We’ve all heard stories about possible interference in American elections by foreign states such as Russia, China, Iran and others. It’s become a topic of international dimensions and worldwide concern.

United States government investigative agencies have already discovered some of interference tactics. While our nation’s experts are working hard to make sure there is no cyber intrusion to alter actual election results, it is much more difficult to control or prevent masked influence through social media, secretly funded advertising, manufactured rumors and overtly or subtly indicated preferences. These are just a few examples.

There is an antidote for such interference. It is an antidote with three ingredients.

The first ingredient is to study the issues. It is the responsibility of every voter, who exercises the sacred right of casting a ballot, to learn as much as possible about the candidates and the ballot measures. In national, statewide and local elections, candidates produce campaign information. Local organizations such as the Utah Debate Commission, Weber State University’s Olene S. Walker Institute of Politics & Public Service, The League of Women Voters and the political parties sponsor informational forums. The press and media create news stories with informational content. In Utah, ballot issues are explained through state produced print media and online sites, containing arguments for and against each measure. The information is easily available.

The second antidote to outside interference is simply to vote. The population’s percent of registered voters and the percent of registered voters who cast ballots is shamefully low. We must do better.

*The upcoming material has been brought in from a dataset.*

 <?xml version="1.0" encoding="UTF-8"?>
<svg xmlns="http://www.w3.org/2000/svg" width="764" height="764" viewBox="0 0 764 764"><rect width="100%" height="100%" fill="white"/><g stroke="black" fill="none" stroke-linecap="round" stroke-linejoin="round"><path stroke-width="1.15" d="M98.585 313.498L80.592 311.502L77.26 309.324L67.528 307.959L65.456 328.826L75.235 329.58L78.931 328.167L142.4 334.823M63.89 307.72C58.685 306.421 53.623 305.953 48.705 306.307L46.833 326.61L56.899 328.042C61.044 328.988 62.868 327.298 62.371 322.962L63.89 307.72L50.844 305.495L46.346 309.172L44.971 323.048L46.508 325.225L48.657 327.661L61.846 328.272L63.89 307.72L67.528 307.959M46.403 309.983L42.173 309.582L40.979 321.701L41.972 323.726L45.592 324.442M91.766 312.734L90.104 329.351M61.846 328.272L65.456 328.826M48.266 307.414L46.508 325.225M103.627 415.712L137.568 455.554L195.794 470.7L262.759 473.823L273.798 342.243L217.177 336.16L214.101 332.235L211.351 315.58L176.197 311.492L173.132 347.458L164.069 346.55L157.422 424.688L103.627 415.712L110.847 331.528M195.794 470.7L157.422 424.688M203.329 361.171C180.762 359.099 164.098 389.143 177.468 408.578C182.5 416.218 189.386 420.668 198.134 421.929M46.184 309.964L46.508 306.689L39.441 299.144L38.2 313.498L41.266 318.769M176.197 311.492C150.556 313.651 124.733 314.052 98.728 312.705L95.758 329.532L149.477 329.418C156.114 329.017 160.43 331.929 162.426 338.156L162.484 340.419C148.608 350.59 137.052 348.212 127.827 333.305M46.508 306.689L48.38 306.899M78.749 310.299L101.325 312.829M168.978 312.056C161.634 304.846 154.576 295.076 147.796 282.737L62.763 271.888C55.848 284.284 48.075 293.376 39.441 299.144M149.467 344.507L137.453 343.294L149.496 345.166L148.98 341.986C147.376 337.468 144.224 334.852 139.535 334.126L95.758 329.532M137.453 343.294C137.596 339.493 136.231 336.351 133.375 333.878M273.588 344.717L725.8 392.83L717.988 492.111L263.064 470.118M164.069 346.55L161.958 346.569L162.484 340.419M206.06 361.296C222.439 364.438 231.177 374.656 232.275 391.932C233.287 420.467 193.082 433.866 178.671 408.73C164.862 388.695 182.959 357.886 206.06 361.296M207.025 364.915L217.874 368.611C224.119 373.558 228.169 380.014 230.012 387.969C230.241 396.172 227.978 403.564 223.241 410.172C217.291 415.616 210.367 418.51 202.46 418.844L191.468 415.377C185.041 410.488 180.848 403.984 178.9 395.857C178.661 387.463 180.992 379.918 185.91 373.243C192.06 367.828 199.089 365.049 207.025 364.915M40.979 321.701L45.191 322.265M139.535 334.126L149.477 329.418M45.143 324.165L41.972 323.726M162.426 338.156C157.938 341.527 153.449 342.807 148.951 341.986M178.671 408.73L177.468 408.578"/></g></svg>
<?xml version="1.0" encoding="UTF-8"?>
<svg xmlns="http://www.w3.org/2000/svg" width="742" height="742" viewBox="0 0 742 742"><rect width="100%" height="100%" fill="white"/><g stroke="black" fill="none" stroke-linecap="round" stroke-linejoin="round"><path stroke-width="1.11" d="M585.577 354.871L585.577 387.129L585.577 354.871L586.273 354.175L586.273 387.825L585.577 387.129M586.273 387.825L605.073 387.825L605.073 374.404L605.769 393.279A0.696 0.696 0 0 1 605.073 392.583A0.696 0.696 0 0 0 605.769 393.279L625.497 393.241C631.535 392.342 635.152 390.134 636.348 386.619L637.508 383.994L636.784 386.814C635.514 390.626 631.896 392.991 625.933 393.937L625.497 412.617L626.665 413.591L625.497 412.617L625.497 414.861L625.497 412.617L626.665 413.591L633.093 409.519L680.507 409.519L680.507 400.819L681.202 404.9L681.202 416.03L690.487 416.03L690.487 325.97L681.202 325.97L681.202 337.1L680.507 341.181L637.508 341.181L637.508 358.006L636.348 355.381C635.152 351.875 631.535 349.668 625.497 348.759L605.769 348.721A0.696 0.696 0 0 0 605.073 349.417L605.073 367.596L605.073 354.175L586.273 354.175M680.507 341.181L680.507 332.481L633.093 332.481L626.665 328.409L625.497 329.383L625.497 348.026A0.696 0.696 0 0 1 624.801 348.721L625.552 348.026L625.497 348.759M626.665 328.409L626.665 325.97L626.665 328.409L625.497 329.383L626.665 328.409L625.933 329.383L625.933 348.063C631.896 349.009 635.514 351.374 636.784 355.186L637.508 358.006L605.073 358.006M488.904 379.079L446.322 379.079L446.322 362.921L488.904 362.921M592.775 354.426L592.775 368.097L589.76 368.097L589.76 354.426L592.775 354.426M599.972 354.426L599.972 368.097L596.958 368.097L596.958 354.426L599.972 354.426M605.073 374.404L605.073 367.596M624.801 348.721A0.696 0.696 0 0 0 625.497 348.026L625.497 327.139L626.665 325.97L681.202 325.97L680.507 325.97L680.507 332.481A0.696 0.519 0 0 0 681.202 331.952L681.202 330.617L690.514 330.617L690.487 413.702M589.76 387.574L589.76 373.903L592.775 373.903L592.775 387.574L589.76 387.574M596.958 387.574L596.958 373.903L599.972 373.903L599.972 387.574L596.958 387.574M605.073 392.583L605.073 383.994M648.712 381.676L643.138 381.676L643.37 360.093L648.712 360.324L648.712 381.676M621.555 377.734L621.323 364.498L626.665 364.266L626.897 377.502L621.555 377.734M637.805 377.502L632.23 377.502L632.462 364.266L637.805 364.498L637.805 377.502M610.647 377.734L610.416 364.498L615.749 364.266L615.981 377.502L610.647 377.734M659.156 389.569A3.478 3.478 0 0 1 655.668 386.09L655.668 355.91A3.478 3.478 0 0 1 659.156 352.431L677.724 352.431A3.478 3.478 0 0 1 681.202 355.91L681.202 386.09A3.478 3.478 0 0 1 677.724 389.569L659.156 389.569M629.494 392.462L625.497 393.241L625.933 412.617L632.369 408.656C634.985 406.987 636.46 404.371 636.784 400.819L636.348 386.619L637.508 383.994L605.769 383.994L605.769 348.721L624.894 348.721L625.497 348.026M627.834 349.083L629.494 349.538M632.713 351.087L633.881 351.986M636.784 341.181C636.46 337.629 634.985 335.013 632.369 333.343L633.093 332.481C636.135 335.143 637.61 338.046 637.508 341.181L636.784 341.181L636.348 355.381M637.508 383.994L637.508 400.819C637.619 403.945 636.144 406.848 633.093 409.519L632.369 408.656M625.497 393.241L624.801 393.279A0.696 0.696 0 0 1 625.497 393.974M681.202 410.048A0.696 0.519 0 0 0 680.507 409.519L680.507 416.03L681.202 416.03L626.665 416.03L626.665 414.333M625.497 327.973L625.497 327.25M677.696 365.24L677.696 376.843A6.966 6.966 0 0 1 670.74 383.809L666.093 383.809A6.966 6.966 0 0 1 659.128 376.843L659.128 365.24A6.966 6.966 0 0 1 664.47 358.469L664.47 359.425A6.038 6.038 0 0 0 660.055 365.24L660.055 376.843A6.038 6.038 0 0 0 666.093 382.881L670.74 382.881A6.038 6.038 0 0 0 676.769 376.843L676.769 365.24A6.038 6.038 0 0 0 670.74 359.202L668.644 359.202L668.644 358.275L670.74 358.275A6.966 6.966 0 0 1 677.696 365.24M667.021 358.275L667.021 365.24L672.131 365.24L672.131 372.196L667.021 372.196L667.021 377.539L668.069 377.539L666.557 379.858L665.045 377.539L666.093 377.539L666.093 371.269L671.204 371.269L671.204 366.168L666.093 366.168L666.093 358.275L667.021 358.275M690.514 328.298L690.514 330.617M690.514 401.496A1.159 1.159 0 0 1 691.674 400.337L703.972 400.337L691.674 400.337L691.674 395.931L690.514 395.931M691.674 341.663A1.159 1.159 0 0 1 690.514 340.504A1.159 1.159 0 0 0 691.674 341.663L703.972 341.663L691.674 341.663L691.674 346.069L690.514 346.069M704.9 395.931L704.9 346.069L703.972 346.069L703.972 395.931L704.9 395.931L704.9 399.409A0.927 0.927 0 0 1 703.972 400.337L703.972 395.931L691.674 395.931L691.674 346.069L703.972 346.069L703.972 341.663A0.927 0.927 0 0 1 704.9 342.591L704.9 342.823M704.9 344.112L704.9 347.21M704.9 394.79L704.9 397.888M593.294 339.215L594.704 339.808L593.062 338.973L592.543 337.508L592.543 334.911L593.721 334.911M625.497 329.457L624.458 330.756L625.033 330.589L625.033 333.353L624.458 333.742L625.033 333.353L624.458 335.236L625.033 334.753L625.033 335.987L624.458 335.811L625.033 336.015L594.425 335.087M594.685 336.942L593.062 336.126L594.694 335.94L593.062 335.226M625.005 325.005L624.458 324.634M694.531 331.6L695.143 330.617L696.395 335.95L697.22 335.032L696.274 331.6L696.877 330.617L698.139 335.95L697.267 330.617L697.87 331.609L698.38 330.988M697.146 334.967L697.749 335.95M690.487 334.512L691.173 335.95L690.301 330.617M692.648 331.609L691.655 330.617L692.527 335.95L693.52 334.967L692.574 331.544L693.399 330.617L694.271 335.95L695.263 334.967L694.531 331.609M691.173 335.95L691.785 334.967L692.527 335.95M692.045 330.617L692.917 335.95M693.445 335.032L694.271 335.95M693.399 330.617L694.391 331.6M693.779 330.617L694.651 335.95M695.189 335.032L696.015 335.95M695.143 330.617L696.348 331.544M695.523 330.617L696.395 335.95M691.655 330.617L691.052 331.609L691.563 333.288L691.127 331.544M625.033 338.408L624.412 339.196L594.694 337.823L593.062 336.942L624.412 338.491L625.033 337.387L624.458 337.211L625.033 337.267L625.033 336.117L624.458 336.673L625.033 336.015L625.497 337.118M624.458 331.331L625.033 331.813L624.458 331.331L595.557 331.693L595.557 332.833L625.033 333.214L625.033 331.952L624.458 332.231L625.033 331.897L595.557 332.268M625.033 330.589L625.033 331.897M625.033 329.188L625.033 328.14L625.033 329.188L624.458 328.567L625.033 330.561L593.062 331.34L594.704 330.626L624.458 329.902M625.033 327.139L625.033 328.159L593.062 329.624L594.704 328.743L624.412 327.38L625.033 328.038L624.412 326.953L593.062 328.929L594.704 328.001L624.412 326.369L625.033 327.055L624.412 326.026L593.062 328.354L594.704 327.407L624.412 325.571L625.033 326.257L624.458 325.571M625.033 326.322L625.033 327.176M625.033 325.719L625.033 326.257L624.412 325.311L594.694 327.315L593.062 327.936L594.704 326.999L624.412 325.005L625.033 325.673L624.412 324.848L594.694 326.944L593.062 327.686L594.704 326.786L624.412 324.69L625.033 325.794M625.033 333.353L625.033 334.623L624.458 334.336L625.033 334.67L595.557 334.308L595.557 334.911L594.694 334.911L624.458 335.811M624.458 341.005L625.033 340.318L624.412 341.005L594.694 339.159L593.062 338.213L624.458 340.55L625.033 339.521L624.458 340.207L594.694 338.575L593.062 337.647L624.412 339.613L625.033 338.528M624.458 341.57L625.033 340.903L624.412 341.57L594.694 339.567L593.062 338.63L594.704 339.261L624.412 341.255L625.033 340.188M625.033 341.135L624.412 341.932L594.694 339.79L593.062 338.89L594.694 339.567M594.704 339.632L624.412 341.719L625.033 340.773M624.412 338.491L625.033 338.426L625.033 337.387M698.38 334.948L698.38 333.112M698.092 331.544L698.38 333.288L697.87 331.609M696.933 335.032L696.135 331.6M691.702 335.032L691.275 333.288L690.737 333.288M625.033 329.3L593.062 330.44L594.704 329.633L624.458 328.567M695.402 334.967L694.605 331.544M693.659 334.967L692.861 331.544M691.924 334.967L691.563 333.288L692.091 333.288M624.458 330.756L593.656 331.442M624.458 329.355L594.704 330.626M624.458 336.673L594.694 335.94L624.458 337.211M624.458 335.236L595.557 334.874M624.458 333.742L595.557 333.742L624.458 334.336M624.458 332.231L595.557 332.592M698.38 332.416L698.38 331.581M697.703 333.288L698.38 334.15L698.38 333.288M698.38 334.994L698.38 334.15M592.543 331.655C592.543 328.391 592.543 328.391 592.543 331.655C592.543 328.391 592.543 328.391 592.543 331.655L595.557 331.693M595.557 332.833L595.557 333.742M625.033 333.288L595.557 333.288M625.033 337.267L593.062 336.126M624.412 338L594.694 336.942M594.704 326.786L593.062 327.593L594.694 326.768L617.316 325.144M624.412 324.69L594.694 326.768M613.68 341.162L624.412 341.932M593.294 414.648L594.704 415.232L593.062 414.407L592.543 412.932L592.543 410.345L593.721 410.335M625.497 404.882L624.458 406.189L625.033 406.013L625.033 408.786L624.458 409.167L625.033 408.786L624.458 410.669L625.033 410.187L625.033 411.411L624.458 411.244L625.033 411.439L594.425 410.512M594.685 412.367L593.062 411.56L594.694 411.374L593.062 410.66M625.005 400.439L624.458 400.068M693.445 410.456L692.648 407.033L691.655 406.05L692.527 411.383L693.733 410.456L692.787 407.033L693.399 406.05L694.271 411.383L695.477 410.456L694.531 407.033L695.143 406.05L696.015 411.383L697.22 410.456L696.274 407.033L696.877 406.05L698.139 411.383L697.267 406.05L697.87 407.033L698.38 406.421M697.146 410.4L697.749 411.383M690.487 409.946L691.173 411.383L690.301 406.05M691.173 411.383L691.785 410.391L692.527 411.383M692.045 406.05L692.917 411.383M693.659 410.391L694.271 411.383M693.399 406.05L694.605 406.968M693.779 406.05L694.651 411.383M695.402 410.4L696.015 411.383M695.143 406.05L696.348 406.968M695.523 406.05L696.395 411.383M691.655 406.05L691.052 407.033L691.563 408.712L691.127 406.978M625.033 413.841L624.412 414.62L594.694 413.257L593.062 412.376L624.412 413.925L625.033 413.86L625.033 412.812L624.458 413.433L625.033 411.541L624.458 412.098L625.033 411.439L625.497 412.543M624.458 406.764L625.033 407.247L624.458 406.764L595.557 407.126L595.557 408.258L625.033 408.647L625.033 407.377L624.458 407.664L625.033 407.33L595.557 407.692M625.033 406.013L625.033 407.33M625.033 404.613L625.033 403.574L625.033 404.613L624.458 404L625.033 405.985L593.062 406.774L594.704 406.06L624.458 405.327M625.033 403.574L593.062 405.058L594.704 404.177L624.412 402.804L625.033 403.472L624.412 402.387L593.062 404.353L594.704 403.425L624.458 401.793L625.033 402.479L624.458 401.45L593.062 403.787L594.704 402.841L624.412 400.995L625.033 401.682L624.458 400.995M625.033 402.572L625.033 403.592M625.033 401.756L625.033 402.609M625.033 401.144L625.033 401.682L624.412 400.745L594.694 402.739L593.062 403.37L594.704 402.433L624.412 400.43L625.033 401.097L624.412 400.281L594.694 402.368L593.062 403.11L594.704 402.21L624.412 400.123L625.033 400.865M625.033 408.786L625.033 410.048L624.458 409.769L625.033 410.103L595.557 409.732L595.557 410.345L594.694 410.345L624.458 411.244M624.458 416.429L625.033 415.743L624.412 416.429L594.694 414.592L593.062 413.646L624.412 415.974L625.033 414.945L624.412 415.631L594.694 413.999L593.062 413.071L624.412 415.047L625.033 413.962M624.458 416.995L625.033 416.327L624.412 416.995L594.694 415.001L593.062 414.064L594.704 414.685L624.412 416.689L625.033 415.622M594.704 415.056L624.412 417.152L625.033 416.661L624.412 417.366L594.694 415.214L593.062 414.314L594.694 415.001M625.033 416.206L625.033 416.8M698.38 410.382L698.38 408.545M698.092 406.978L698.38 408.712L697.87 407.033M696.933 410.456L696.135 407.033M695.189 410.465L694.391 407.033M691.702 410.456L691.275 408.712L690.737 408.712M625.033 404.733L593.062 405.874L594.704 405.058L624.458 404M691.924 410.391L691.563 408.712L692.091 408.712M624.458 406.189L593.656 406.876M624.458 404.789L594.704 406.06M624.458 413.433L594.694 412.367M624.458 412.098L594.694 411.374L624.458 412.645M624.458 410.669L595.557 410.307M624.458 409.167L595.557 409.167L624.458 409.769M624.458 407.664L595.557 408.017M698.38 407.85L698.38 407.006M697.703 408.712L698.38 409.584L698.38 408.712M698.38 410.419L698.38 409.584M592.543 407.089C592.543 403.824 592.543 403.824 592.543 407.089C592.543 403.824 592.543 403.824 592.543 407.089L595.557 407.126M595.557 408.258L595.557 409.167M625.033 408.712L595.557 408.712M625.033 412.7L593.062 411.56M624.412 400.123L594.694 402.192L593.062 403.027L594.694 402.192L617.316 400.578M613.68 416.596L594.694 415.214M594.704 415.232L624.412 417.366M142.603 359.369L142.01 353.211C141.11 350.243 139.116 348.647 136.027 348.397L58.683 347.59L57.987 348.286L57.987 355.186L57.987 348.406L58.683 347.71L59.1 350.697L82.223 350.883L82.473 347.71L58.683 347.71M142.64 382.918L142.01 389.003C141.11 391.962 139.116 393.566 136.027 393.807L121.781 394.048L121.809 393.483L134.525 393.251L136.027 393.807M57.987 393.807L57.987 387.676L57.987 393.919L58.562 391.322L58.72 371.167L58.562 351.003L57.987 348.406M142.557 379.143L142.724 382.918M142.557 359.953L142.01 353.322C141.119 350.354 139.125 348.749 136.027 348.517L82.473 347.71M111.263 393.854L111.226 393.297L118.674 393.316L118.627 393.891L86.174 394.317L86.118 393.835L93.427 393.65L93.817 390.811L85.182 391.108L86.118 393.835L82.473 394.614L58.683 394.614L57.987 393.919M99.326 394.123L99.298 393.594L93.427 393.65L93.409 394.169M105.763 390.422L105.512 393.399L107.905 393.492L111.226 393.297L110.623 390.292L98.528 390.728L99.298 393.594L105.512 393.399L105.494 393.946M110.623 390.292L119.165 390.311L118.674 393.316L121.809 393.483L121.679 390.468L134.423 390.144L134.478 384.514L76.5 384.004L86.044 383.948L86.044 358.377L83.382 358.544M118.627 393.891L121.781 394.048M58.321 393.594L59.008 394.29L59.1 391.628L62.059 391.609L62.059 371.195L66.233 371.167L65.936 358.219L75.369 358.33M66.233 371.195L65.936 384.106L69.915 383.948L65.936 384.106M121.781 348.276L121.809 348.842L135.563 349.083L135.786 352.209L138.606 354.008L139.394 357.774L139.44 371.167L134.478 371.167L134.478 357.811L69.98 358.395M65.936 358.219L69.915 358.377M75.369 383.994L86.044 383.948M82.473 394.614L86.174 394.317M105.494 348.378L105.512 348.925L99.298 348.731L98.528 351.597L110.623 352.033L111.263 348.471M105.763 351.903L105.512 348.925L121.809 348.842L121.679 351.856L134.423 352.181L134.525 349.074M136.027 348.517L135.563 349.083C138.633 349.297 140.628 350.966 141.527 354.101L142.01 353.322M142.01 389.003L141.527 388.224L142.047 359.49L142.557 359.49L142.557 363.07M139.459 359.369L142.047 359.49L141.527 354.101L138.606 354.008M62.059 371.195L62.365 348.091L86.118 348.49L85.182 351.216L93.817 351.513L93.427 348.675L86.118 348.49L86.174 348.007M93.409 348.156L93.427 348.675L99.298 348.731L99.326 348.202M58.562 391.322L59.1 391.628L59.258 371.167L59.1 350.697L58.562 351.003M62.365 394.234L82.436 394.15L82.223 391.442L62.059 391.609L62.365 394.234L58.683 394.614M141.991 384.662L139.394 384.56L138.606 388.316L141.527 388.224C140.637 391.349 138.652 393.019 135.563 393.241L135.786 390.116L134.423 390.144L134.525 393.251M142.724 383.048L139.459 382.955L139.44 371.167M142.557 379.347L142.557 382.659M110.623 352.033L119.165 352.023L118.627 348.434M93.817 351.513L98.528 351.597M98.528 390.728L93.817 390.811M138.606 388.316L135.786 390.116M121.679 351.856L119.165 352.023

The third antidotal ingredient is to access and review a variety of news and information sources. It is human nature to want to associate with personalities and groups of like mind. But when it comes to ingesting information, in order to develop and keep an open mind — indeed a broad mind and a well-informed mind — it is imperative to listen to “the other side.”

“Most people do not listen with the intent to understand; they listen with the intent to reply,” noted Dr. Stephen R. Covey.

Centuries ago, St. Francis of Assisi offered this ever-timely prayer of admonition: “O Divine Master, grant that I may not seek so much to be understood as to understand.”

In keeping with the spirit of understanding, the seven paragraphs below provide a brief description of the issues on this year’s Nov. 6 ballot.

Utah Constitutional Amendment A would make more flexible the property tax exemption already afforded military personnel serving under order of active duty.

Utah Constitutional Amendment B would exempt from property taxes any real property leased from a private owner by the State of Utah or a local government.

Utah Constitutional Amendment C would allow the president of the senate and the speaker of the house, with a two-thirds majority approval of legislators, to call a special legislative session. Currently only the governor may do so.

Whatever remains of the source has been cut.